What the Texans have done is created a roster so full of mediocre edge rushers that we're really not sure who they'll pick to play. That's the major reason Greenard is as low as he is. He's not a high-ceiling superstar, but Greenard could develop into a positive second- or third-banana edge player with playing time. Do we have any faith that he'll get that playing time on the team that signed Jordan Jenkins and wants to fit Charles Omenihu, Mercilus and Martin into roles? Not a ton. But he deserves the run. Someone on this roster has to be a long-term piece, right?

Methodology
This is the 15th anniversary of the list. We're still relying on the same things we always do: scouting, statistics, measurables, context, ceiling, expected role and what we hear from other sources. The goal is to bring your attention to players who are still developing in their second and third seasons, even after the draftniks have forgotten them. It's important to note that this list is not strictly about fantasy football (otherwise, there would be no offensive linemen on it) and career potential matters. It's not just a list for the 2021 season.
Here's our full criteria:
Drafted in the third round or later, or signed as an undrafted free agent
Entered the NFL between 2018 and 2020
Fewer than 500 career offensive or defensive snaps (except running backs, who are allowed just 300 offensive snaps)
Have not signed a contract extension (players who have bounced around the league looking for the right spot, however, still qualify for the list)
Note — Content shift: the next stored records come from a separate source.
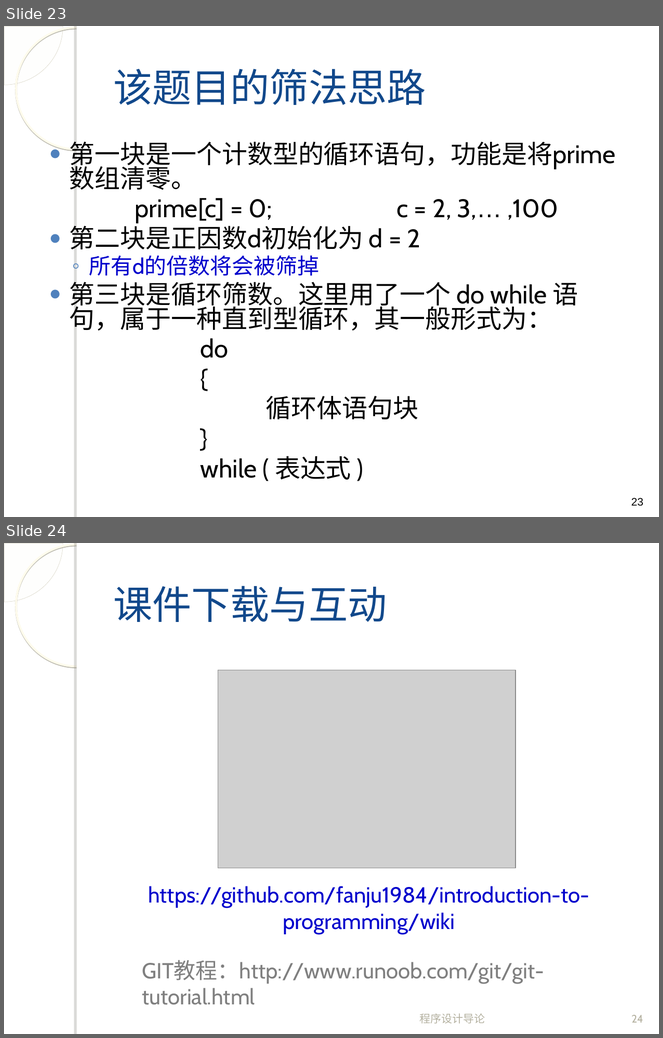
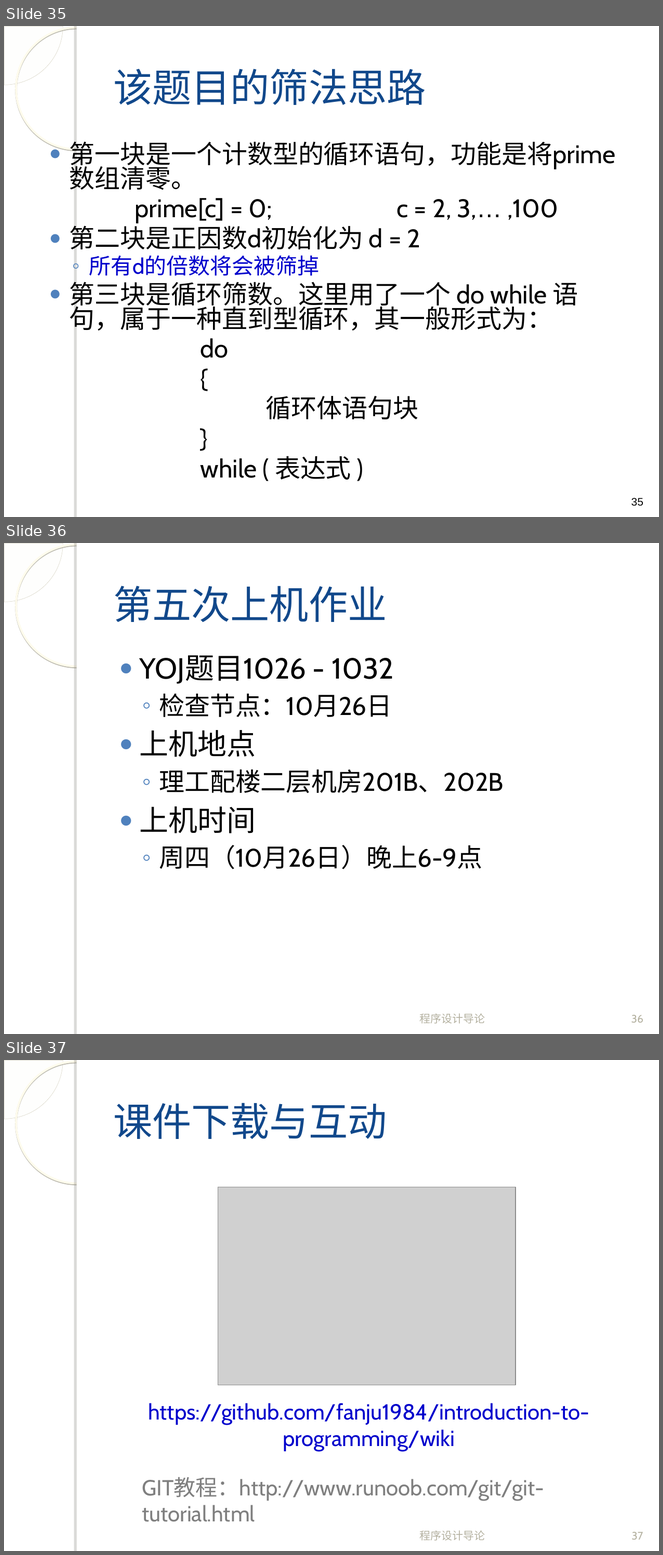
Before and after one commit to fanju1984/introduction-to-programming, a slide deck: introduction-to-programming/slides/2017/05-Array-2.ppt. Shown one above the other, each under a label of ours: slides 23 and 24 before the commit, slides 35, 36 and 37 after it. The pictures are 663x1038 and 663x1555 pixels, drawn with LibreOffice and Linux fonts; fonts in the diff are those of the drawing; grey boxes stand for pictures; background and template pictures are left out. Boxes give left, top, right and bottom in pixels: in the first picture for what was removed or moved away, otherwise in the second. Text is boxed around its words. In the diff, an @@ line names an element or a change of style, - is before the commit and + after.

```diff
--- a/introduction-to-programming/slides/2017/05-Array-2.ppt
+++ b/introduction-to-programming/slides/2017/05-Array-2.ppt
@@ slide 36 added at (4,543,659,1034), background picture (left out); not listed: 4 template elements that a slide beside it also shows @@
@@ title added at (113,586,387,622), 43 pt, text #11488B @@
+第五次上机作业
@@ text added at (139,655,504,870), 28 pt, text #000000 @@
+● YOJ题目1026 - 1032
+  ◦ 检查节点：10月26日
+● 上机地点
+  ◦ 理工配楼二层机房201B、202B
+● 上机时间
+  ◦ 周四（10月26日）晚上6-9点
@@ text added at (420,1014,486,1024), 12 pt, text #B4B1A0 @@
+程序设计导论
@@ page number added at (632,1015,644,1023), 12 pt, text #B4B1A0 @@
+36
@@ what was slide 23 is now slide 35 @@
@@ page number at (632,498,644,506): text changed @@
-23
+35
@@ what was slide 24 is now slide 37 @@
@@ page number at (632,1532,643,1540): text changed @@
-24
+37
```
Also in this commit, not shown: 1 slide changed, 12 other slides added.
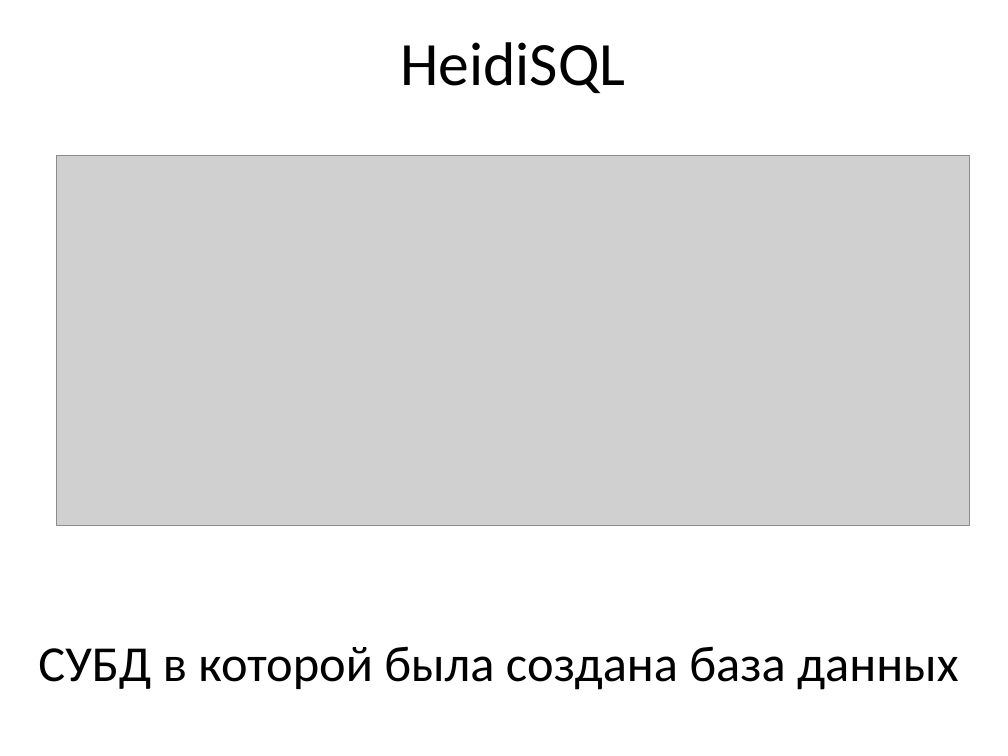
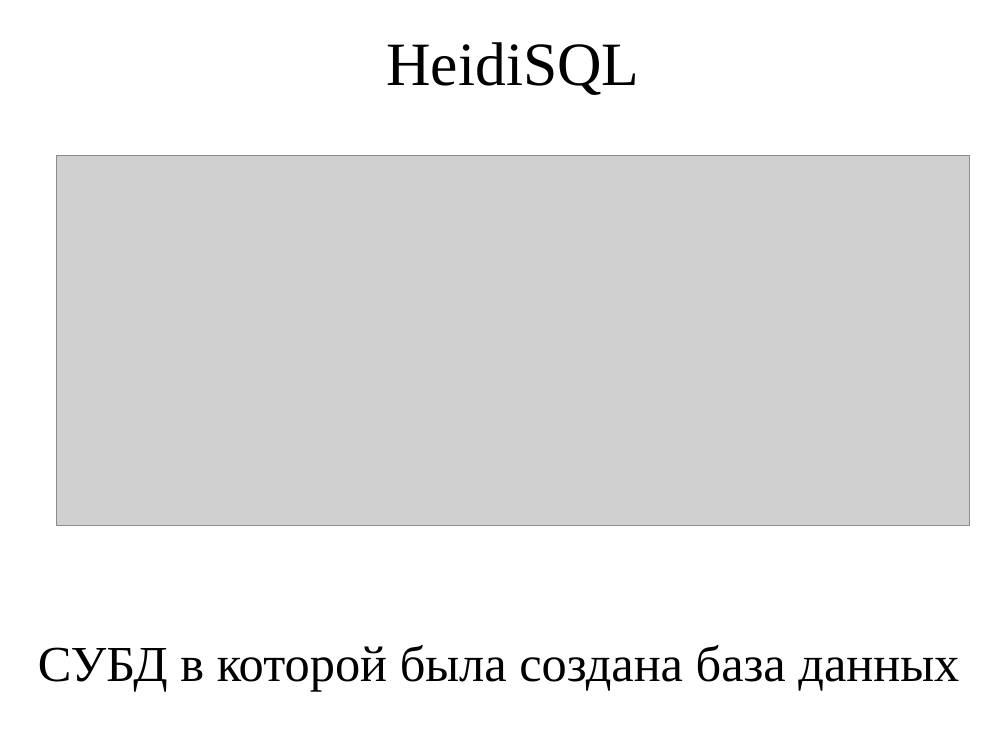
Before and after one commit to HIKAMURACHI/DataBase, a slide deck: slide 5 of PROT_PRA.ppt. Drawn at 1008x756 pixels with LibreOffice and Linux fonts; fonts in the diff are those of the drawing; grey boxes stand for pictures. Boxes give left, top, right and bottom in pixels: in the first picture for what was removed or moved away, otherwise in the second. Text is boxed around its words. In the diff, an @@ line names an element or a change of style, - is before the commit and + after.

```diff
--- a/PROT_PRA.ppt
+++ b/PROT_PRA.ppt
@@ text "HeidiSQL" at bbox=[386, 42, 639, 95]: font Calibri to Times New Roman @@
@@ text "СУБД в которой была создана ..." at bbox=[38, 645, 959, 691]: font Calibri to Times New Roman @@
```
Also in this commit, not shown: 12 other slides changed.

Age 26 or younger as of September 1, 2021
You'll see a number of references to Football Outsiders stats on our list, in particular DVOA (Defense-adjusted Value Over Average), which takes every play and compares its success to the NFL average based on situation and opponent. You can read more about DVOA and other FO stats on this page. Many of the other stats, including blown blocks and success rate in coverage, come from Sports Info Solutions and can be found in our new book, Football Outsiders Almanac 2021.